Лев еще минут двадцать искал подходы к этому парню, но все свелось лишь к тому, что подтвердились первые предположения. Судакова увели, и в кабинет вошел второй подельник – Игорь Рутнев, по кличке Боксер. Крепкий парень, с короткой шеей, лобастой головой, сломанным боксерским носом, маленькими прижатыми ушными раковинами и маленькими серыми глазами. Невольно создавалось впечатление, что, кроме крупной головы и мышц, все остальное у него было мелкое. И душонка тоже. Но работа есть работа.
– Слушай, Рутнев, – сказал Гуров, дождавшись, пока Миненков усадит очередного допрашиваемого, – а ты в самом деле боксер или это у тебя по другой причине кличка появилась?
– А че, в натуре занимался, – уверенно посмотрел в глаза сыщику Рутнев. – Хоть щас могу наломать кому угодно. Я на уровне кмс выступал, только получить не успел.
– Ну, кандидат – это не мастер, – усмехнулся Гуров. – Это только попытка доказать свое мастерство. В спорте, в жизни, даже у вас, в вашей уголовной среде. Как ты был кандидатом в мастера спорта, так им и помрешь. И ты кмс, и Судаков кмс. В вашей троице один Яворский мастер. Он убивал Шмона?
– Ничего не знаю, начальник, – ухмыльнулся Рутнев. – Мы пошутить хотели, а он к тому времени уже сам ласты склеил. Причины не знаю, может, больной какой был. К нам нет претензий, пусть ваши медики разбираются.
– Разберутся, – заверил Гуров. – Чего там долго разбираться, гвоздь в ухе, он быстро найдется.
– Ничего не знаю, – снова ответил Рутнев. – Может, он сам упал, и гвоздь ему в ухо попал. А может, его кто ненавидел, и раньше нас какие-то ухари успели. А мы только пошутить, напугать хотели… Чисто поржать. Скучно там.
– Можешь эту сказку повторять сколько угодно, – пожал плечами Лев. – Свидетельских показаний достаточно, чтобы посадить тебя за убийство. Групповое, по предварительному сговору… умышленное, Рутнев, умышленное.
– Доказывайте, – дернулся парень.
– Тут и доказывать нечего. Вы прилюдно его убили, что уже служит доказательством умышленности. Получили приказ и убили. И ты понимаешь, что я не следователь, я опер. Это следователю нужно всякие там процессуальные штучки соблюсти, а мне информация нужна. Кто приказал? За что приговорили Шмаркова?
– Выясняй, а я тут ни при чем.
– Дурак ты, Рутнев. Хочешь оказаться последним, кто сознается? Можешь вполне оказаться третьим, а это плохое место в очереди на поблажку от судьи. Помнишь, как на фронте говорили, что третий не прикуривает? Так и здесь. Третий обычно опаздывает. Снисхождение получают первые. А последние и в колонии, и вообще в жизни оказываются действительно последними. Крайними. Ты вот мне хамишь, а я ведь могу твоим дружкам доказать, что ты их сдал. Обижусь и сделаю тебе такую подлянку. И будешь ты в дерьме по самые уши.
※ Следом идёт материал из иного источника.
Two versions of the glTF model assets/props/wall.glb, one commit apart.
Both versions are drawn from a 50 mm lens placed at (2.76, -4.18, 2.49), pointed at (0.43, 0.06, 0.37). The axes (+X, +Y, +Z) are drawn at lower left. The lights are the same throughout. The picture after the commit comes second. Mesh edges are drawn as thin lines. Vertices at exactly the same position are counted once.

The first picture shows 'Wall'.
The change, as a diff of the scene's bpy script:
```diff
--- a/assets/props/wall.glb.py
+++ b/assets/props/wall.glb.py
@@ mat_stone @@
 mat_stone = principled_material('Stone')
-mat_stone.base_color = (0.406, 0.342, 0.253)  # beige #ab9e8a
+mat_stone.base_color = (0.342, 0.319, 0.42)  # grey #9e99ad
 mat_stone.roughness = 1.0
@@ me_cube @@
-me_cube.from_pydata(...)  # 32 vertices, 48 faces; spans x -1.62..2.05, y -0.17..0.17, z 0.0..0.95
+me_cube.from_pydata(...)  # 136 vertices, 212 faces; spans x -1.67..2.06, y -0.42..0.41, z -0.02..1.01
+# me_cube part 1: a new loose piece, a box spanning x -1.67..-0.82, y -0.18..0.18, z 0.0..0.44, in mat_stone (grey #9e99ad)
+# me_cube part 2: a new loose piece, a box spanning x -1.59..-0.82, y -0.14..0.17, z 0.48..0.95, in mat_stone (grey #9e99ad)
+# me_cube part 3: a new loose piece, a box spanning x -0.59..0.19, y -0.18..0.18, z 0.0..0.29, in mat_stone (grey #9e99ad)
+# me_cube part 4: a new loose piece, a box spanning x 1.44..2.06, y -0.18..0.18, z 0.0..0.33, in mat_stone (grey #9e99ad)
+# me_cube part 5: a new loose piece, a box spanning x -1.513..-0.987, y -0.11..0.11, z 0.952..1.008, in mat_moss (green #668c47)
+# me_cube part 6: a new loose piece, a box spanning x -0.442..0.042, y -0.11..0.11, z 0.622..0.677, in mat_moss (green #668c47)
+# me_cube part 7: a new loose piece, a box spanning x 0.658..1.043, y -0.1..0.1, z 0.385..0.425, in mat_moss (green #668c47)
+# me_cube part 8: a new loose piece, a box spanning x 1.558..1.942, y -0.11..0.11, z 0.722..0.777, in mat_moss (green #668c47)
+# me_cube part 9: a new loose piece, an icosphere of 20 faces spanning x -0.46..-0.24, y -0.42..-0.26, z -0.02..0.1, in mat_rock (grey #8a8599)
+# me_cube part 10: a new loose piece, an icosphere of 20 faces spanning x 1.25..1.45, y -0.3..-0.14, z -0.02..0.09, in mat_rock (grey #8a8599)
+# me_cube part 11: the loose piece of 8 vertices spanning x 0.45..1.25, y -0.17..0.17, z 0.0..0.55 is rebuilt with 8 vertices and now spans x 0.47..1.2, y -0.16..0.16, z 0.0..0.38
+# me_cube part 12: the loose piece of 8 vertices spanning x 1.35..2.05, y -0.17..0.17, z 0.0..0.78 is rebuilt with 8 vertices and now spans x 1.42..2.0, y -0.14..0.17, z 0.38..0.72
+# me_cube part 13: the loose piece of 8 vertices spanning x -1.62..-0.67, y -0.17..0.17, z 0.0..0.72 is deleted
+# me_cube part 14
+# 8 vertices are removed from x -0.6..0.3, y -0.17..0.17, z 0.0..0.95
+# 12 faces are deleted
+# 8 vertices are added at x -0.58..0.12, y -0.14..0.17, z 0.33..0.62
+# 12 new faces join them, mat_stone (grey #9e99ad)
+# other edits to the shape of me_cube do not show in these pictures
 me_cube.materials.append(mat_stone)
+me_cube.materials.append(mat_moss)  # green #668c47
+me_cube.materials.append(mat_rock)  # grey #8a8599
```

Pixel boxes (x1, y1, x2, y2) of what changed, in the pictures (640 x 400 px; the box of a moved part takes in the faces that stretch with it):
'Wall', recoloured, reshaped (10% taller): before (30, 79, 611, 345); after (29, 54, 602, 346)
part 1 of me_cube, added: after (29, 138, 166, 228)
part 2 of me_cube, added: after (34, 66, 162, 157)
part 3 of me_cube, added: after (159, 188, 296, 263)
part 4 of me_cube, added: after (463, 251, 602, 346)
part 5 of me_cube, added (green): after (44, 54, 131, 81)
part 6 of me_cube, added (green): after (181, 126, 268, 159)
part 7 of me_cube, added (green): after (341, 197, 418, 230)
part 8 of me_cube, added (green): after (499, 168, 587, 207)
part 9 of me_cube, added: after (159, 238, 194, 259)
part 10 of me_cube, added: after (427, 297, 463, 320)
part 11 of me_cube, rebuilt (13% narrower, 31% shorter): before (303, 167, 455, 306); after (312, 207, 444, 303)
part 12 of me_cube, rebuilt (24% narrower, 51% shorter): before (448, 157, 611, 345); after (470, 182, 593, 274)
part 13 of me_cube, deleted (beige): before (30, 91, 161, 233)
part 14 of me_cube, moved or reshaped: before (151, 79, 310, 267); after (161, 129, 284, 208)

Гуров умышленно говорил все это, наблюдая за Рутневым. Ему важно было понять границу сдержанности, границу возбудимости, где этот Боксер начнет терять самообладание. Удастся выяснить, потом с ним будет легче работать. Но выяснение на этом и закончилось. В маленьких глазках Рутнева вдруг полыхнуло необузданное безумие. Он вскочил со стула так, будто его снесло оттуда ураганом. Один миг, и парень оказался перед столом, за которым сидел Гуров, а его кулак почти без размаха понесся в лицо сыщику.
Миненков не успел среагировать вовремя и бросился на помощь спустя пару секунд. Если бы не опыт Гурова, если бы тот не ждал чего-то подобного, то быть бы Льву Ивановичу в этот день с разбитым лицом, а то и со сломанным носом. Кулак Рутнева не достиг цели. Он просвистел в воздухе в нескольких сантиметрах от лица жертвы. Гуров успел отклониться влево, перехватить руку нападавшего за запястье и дернуть на себя. Рутнев по инерции пролетел в воздухе несколько лишних десятков сантиметров и весьма чувствительно грохнулся грудью о стол.